Statistics provides justifiable answers to the following concerns for every consumer and producer:
- What is your or your customer's, Expectation of the product/service you sell or that your customer buys? That is, what is a good estimate for µ?
- Given the information about your or your customer's, expectation, what is the Quality of the Product/service you sell or that your customers buy from your products or services? That is, what is a good estimate for quality (e.g., σ, or C.V.)?
- Given the information about your or your customer's expectation, and the quality of the Product/service you sell or you customer buy, how does the product/service compare with other existing similar types? That is, comparing several µ's, and several σ's.
1. Statistical techniques are methods that convert data into information. Descriptive techniques describe and summarize; inferential techniques allow us to make estimates and draw conclusions about populations from samples.
2. We need a large number of techniques because there are numerous objectives and types of data. There are three types of data: quantitative (real numbers), qualitative (categories) and ranked (rating). Each combination of data type and objective requires specific techniques.
3. We gather data by various sampling plans. However, the validity of any statistical outcome is dependent on the validity of the sampling.
4. The sampling distribution is the source of statistical inference. The interval estimator and the test statistic are derived directly from the sampling distribution.
5. All inferences are actually probability statements based on the sampling distribution. Because the probability of an event is defined as the proportion of times the event occurs in the long run, we must interpret confidence interval estimates in these terms.
6. All tests of hypotheses are conducted similarly. We assume that the null hypothesis. We than compute the value of the test statistic. If the difference between what we have observed (and calculate) and what we expect to observe is too large, we reject the null hypothesis. The standard that decides what is "to large" is determined by the probability of a Type I error.
7. In any test of hypothesis (and in most decisions) there are two possible errors, Type I and Type II errors. The relationship between the probabilities of these errors helps us decide where to set the standard. If we set the standard so high that the probability of a Type I error is very small, we increase the probability of a Type II error. A procedure designed to decrease the probability of a Type II error must have a relatively large probability of a Type I error.

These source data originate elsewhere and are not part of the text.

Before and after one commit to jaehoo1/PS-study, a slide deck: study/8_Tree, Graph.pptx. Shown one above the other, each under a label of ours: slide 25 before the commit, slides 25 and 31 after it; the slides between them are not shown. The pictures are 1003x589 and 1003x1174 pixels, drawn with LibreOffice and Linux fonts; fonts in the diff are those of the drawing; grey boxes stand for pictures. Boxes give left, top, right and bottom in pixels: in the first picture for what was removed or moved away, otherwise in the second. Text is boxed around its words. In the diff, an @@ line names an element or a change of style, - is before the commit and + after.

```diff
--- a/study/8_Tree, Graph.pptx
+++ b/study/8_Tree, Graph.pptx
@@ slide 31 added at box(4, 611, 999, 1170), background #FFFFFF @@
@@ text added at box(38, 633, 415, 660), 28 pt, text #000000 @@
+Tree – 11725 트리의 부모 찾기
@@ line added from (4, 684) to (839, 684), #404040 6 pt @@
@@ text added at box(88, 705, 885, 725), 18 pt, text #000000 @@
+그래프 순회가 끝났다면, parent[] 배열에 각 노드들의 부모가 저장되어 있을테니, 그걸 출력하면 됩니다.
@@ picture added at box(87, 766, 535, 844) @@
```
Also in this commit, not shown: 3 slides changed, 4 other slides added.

8. The sampling distributions that are used for quantitative data are the Student-t, chi-square statistic and the F. We can use the analysis of variance in place of the t-test of two means. We can use regression analysis with indicator variables in place of the analysis of variance. We often build a model to represent relationships among quantitative variables, including indicator variables.
9. When you take a sample from a population and compute the sample mean, it will not be identical to the mean you would have gotten if you had observed the entire population. Different samples result in different means. The distribution of all possible means values of the mean, for sample of a particular size, is called the sampling distribution mean.

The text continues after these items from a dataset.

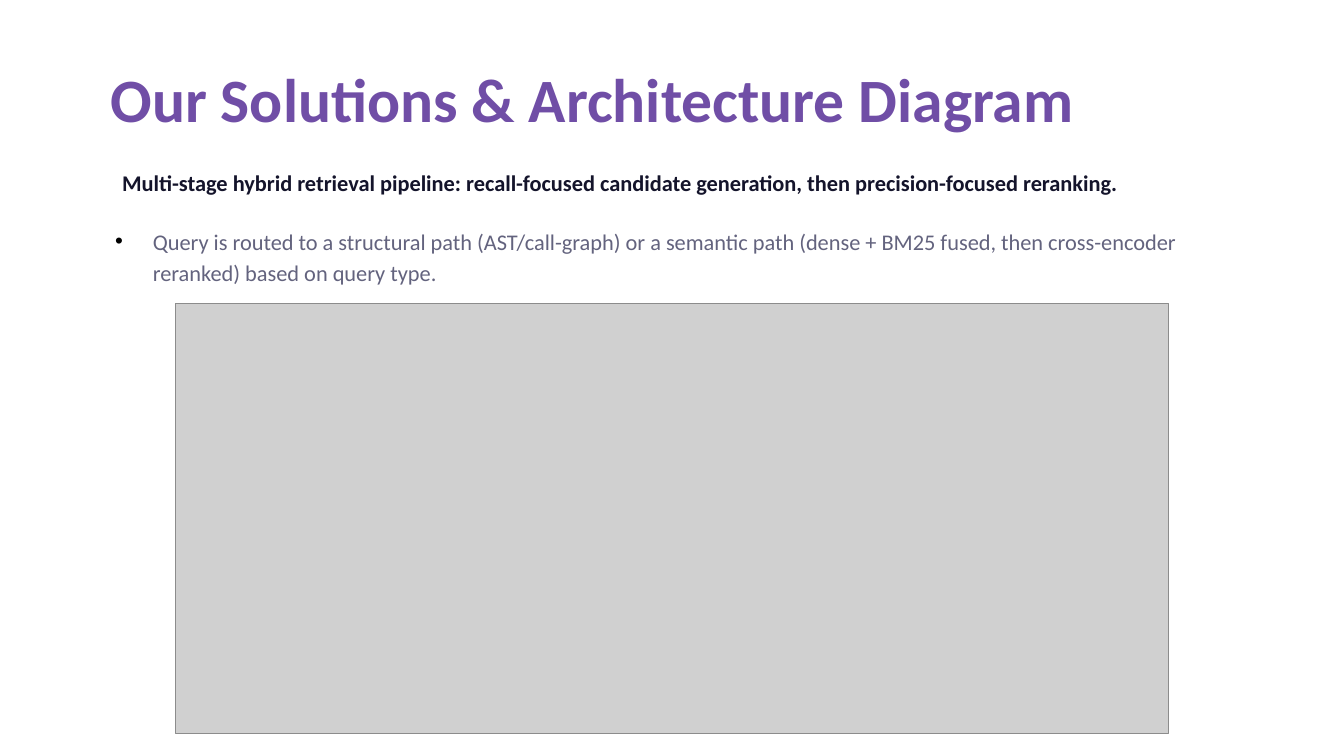
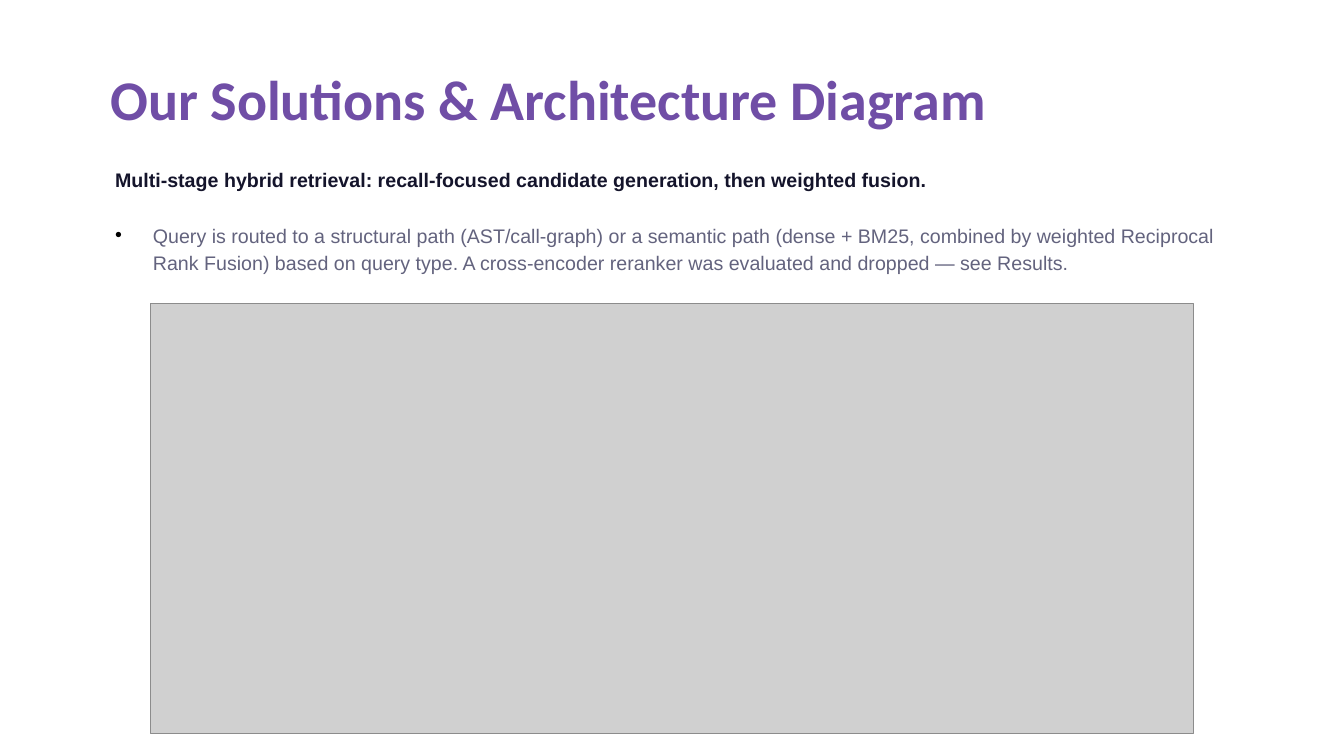
Before and after one commit to soumya12-droid/Agentic_Code_Intelligence, a slide deck: slide 4 of VIT_Vellore_Shard_Submission.pptx. Drawn at 1344x756 pixels with LibreOffice and Linux fonts; fonts in the diff are those of the drawing; grey boxes stand for pictures. Boxes give left, top, right and bottom in pixels: in the first picture for what was removed or moved away, otherwise in the second. Text is boxed around its words. In the diff, an @@ line names an element or a change of style, - is before the commit and + after.

Commit message:
Update submission deck: accurate pipeline description and results
Replace the presentation with the final version. The deck now describes the
shipped pipeline (dense bge-small-en-v1.5 plus BM25 with weighted reciprocal
rank fusion, no reranker), reports both rejected rerankers, and covers the
structural queries, incremental versioning and lineage results with the
measured numbers.

```diff
--- a/VIT_Vellore_Shard_Submission.pptx
+++ b/VIT_Vellore_Shard_Submission.pptx
@@ title "Our Solutions & Architecture Diagram" at [110,80,986,130]: size 44 to 40 pt @@
@@ text at [115,172,1214,274]: text changed; size 16 to 14 pt; font Calibri to Arial @@
-Multi-stage hybrid retrieval pipeline: recall-focused candidate generation, then precision-focused reranking.
-• Query is routed to a structural path (AST/call-graph) or a semantic path (dense + BM25 fused, then cross-encoder reranked) based on query type.
+Multi-stage hybrid retrieval: recall-focused candidate generation, then weighted fusion.
+• Query is routed to a structural path (AST/call-graph) or a semantic path (dense + BM25, combined by weighted Reciprocal Rank Fusion) based on query type. A cross-encoder reranker was evaluated and dropped — see Results.
@@ picture: place and size @@
-picture at [175,303,1170,734]
+picture at [150,303,1193,734]
```
Also in this commit, not shown: 9 other slides changed.

10. The variability of the distribution of sample means depends on how large your sample is and on how much variability there is in the population from which the samples are taken. As the size of the sample increases, the variability of the sample means decreases. As variability in a population increases, so does the variability of the sample means.
11. A normal distribution is bell-shaped. It is a symmetric distribution in which the mean, median, and mode all coincide. In the population, many variables, such as height and weight, have distributions that are approximately normal. Although normal distributions can have different means and variances, the distribution of the cases about the mean is always the same. You use standard Z scores to locate an observation within a distribution. The mean of standard Z scores is 0, and the standard deviation is 1.
12. The Central Limit Theorem states that for samples of a sufficiently large size, the distribution of sample means is approximately normal. (That's why the normal distribution is so important for data analysis.)
13. A confidence interval provides a range of values that, with a designated likelihood, contains e.g. the population mean, or σ.
14. To test the null hypothesis that two population mean are equal, you must calculate the probability of seeing a difference at least as large as the one you've observed in your two samples, if there is no difference in the populations.
15. The probability of seeing a difference at least as large as the one you've observed, when the null hypothesis is true, is called the observed significance level, or P-value. If the observed significance level is small, usually less than .05, you reject the null hypothesis.
16. If you reject the null hypothesis when it's true, you make a Type 1 error. If you don't reject the null hypothesis when it's false, you make a Type 2 error.
17. The techniques used on qualitative data require that we count the number of times each category occurs (e.g., the Runs test). The count is then used to compute statistics. The sampling distributions we use for qualitative data are the Z (i.e., the standard normal) and the chi-squared distributions.
18. The techniques used on ranked data are based on a ranking procedure. Statisticians call these techniques nonparametric. Because the requirements for the use of nonparametric techniques are less than those requirements for a parametric procedure, we often use nonparametric techniques in place of parametric ones when any of the required conditions for the parametric tests is not satisfied.
19. We can obtain data through experimentation or by observation. Observational data lend themselves to several conflicting interpretations. Data gathered by an experiment are more likely to lead to a definitive interpretation.
20. Statistical skills enables to intelligently collect, analyze and interpret data relevant to their decision-making. Statistical concepts and statistical thinking enables to: Solve problems in a diversity of contexts, Add substance to decisions, Reduce guesswork.